Provided information: Begin

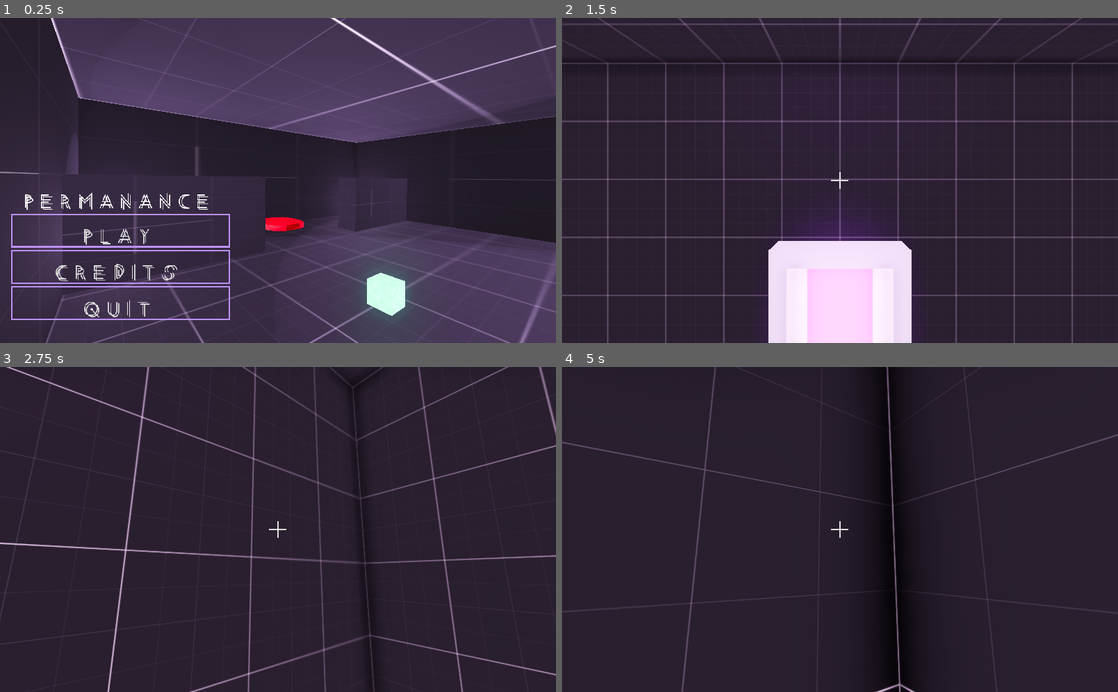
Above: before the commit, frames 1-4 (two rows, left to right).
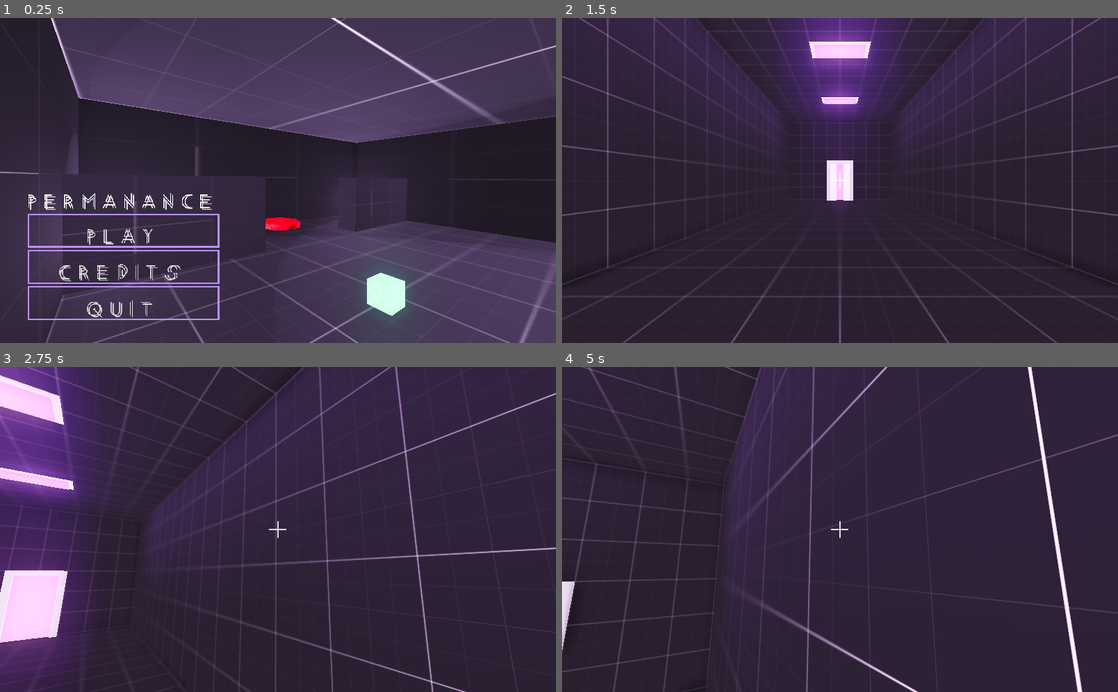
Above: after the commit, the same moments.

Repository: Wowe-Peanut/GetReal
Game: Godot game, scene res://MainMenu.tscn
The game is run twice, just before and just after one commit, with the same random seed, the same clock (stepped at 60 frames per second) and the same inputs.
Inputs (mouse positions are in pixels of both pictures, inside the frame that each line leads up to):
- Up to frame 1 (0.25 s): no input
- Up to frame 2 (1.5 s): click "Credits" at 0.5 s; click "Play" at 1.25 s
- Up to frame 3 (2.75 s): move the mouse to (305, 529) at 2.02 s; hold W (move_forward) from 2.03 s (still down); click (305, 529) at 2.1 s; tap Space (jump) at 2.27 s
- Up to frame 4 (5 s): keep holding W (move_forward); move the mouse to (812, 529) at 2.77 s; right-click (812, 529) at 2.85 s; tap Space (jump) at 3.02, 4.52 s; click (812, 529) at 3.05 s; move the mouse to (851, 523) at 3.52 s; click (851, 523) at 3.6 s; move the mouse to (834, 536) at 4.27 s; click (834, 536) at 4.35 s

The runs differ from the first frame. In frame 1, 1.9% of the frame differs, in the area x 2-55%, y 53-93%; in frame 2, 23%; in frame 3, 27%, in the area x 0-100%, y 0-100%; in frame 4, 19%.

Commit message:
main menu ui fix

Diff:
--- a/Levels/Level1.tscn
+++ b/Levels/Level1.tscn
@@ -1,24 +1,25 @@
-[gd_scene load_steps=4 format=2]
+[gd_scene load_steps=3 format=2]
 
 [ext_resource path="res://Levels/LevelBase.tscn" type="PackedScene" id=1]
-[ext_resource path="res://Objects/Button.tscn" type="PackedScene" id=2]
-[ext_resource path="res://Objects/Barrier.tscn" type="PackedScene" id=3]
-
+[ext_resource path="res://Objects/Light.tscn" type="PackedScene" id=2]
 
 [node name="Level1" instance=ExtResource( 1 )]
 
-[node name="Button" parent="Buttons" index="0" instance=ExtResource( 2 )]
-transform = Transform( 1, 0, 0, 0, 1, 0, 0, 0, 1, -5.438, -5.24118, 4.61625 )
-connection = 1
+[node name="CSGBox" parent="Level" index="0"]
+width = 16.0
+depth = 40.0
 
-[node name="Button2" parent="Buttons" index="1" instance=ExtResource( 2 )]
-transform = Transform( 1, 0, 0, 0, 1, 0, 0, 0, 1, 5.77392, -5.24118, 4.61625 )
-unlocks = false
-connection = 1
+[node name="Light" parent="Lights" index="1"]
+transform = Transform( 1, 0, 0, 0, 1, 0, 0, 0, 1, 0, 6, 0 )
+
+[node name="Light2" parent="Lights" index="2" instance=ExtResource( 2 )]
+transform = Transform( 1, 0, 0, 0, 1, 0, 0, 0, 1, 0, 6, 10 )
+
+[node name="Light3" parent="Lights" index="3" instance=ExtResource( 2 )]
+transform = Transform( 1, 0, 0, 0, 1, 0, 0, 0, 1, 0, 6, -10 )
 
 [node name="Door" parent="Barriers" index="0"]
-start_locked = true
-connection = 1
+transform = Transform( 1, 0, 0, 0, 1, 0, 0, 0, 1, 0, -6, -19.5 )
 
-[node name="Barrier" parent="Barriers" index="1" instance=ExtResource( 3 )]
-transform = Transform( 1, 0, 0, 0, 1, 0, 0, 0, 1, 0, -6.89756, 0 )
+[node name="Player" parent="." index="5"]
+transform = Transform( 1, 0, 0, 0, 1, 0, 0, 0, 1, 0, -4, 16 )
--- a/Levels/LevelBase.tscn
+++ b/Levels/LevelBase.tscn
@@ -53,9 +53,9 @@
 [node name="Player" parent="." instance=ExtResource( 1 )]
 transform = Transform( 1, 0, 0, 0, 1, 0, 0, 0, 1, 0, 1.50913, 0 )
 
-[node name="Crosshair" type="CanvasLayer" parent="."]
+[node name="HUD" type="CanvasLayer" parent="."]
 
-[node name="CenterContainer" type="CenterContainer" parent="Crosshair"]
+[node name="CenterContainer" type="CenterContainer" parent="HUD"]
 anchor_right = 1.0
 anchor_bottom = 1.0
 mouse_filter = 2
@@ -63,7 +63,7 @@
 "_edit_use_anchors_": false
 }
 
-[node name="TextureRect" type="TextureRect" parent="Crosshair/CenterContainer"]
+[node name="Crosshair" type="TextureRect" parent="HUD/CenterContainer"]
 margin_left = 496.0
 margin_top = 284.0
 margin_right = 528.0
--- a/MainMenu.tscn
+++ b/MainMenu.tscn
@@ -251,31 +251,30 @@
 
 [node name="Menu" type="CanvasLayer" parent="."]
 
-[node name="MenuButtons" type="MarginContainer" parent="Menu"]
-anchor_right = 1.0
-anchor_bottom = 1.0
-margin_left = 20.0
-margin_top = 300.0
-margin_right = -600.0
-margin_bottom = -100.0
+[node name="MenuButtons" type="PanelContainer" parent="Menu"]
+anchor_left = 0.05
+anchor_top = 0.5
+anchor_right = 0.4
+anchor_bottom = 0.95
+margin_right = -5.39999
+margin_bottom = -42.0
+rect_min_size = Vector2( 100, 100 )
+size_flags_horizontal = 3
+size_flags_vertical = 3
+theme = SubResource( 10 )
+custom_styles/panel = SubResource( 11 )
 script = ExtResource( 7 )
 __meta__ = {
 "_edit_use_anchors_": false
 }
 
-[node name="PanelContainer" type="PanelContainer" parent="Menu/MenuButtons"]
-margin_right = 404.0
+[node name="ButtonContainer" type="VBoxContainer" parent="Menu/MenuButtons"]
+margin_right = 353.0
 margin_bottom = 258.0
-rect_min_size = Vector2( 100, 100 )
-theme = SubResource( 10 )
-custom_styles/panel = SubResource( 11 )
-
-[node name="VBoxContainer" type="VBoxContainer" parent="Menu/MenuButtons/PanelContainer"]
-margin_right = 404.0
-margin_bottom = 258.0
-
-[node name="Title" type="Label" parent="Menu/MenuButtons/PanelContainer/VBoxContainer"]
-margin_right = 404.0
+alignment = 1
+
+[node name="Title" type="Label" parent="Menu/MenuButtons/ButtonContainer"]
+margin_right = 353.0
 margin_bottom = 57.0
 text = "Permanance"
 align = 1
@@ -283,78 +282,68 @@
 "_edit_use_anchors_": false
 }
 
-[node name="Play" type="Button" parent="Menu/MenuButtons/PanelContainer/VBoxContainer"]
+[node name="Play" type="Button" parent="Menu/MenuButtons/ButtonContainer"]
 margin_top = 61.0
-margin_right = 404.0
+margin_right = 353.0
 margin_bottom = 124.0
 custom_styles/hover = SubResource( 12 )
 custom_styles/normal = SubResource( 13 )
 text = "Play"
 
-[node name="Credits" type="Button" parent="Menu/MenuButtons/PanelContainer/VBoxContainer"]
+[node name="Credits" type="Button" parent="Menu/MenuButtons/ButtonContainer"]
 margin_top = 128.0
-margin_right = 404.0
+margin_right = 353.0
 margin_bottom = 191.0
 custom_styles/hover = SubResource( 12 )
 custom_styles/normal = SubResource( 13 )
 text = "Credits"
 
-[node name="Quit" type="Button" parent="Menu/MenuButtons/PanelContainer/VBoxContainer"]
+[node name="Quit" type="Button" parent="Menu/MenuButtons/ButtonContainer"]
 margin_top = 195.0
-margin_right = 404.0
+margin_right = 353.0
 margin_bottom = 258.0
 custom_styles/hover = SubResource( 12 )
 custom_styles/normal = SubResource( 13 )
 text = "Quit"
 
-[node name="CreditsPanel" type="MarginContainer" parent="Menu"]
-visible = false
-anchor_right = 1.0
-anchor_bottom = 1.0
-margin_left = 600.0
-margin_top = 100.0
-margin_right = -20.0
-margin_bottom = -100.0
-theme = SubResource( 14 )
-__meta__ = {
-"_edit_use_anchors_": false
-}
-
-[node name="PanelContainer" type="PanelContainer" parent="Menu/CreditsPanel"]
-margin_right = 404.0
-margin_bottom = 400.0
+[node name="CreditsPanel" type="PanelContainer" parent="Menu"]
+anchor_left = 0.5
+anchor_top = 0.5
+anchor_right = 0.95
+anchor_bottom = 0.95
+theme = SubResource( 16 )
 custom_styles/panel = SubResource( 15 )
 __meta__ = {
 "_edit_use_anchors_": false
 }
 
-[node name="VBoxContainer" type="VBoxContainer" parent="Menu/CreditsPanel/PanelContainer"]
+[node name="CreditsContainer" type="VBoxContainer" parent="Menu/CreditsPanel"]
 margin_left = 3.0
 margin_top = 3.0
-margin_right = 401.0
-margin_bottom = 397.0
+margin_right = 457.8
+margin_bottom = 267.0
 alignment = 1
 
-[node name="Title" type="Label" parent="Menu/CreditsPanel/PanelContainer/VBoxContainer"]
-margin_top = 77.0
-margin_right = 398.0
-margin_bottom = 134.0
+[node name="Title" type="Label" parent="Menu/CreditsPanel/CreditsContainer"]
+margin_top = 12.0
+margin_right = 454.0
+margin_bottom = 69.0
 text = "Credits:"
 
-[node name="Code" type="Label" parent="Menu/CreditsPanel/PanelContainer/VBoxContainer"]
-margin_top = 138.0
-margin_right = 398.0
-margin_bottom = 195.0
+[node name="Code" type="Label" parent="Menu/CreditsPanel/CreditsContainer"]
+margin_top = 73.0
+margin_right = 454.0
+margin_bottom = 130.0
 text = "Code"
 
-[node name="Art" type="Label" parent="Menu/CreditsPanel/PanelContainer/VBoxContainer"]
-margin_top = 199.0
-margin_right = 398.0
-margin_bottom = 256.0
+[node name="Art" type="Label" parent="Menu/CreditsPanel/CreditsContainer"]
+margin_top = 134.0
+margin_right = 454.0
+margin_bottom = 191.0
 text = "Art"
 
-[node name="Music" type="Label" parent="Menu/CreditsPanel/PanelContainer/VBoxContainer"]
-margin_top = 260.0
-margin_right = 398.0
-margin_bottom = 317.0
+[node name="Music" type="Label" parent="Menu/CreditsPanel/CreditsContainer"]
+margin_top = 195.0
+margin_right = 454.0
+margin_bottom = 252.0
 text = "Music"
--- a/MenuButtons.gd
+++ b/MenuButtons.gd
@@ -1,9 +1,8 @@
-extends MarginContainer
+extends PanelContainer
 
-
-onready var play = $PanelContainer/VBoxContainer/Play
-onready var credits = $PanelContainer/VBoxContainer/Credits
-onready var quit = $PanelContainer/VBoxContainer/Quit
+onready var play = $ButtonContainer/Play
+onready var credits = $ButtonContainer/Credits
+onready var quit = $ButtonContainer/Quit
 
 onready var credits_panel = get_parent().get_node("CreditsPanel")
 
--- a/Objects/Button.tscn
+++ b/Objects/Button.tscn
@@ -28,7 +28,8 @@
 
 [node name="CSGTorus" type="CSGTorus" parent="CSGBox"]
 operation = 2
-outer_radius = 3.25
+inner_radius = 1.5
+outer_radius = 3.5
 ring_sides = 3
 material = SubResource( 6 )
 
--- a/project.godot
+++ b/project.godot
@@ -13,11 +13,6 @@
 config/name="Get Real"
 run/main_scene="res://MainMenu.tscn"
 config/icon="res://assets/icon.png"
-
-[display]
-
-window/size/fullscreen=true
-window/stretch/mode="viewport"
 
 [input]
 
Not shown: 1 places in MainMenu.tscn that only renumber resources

Provided information: End

Requirement:
Each line of the listing that contains the word "PackedScene" must be counted. Give only the resulting figure.

Problem solution:
4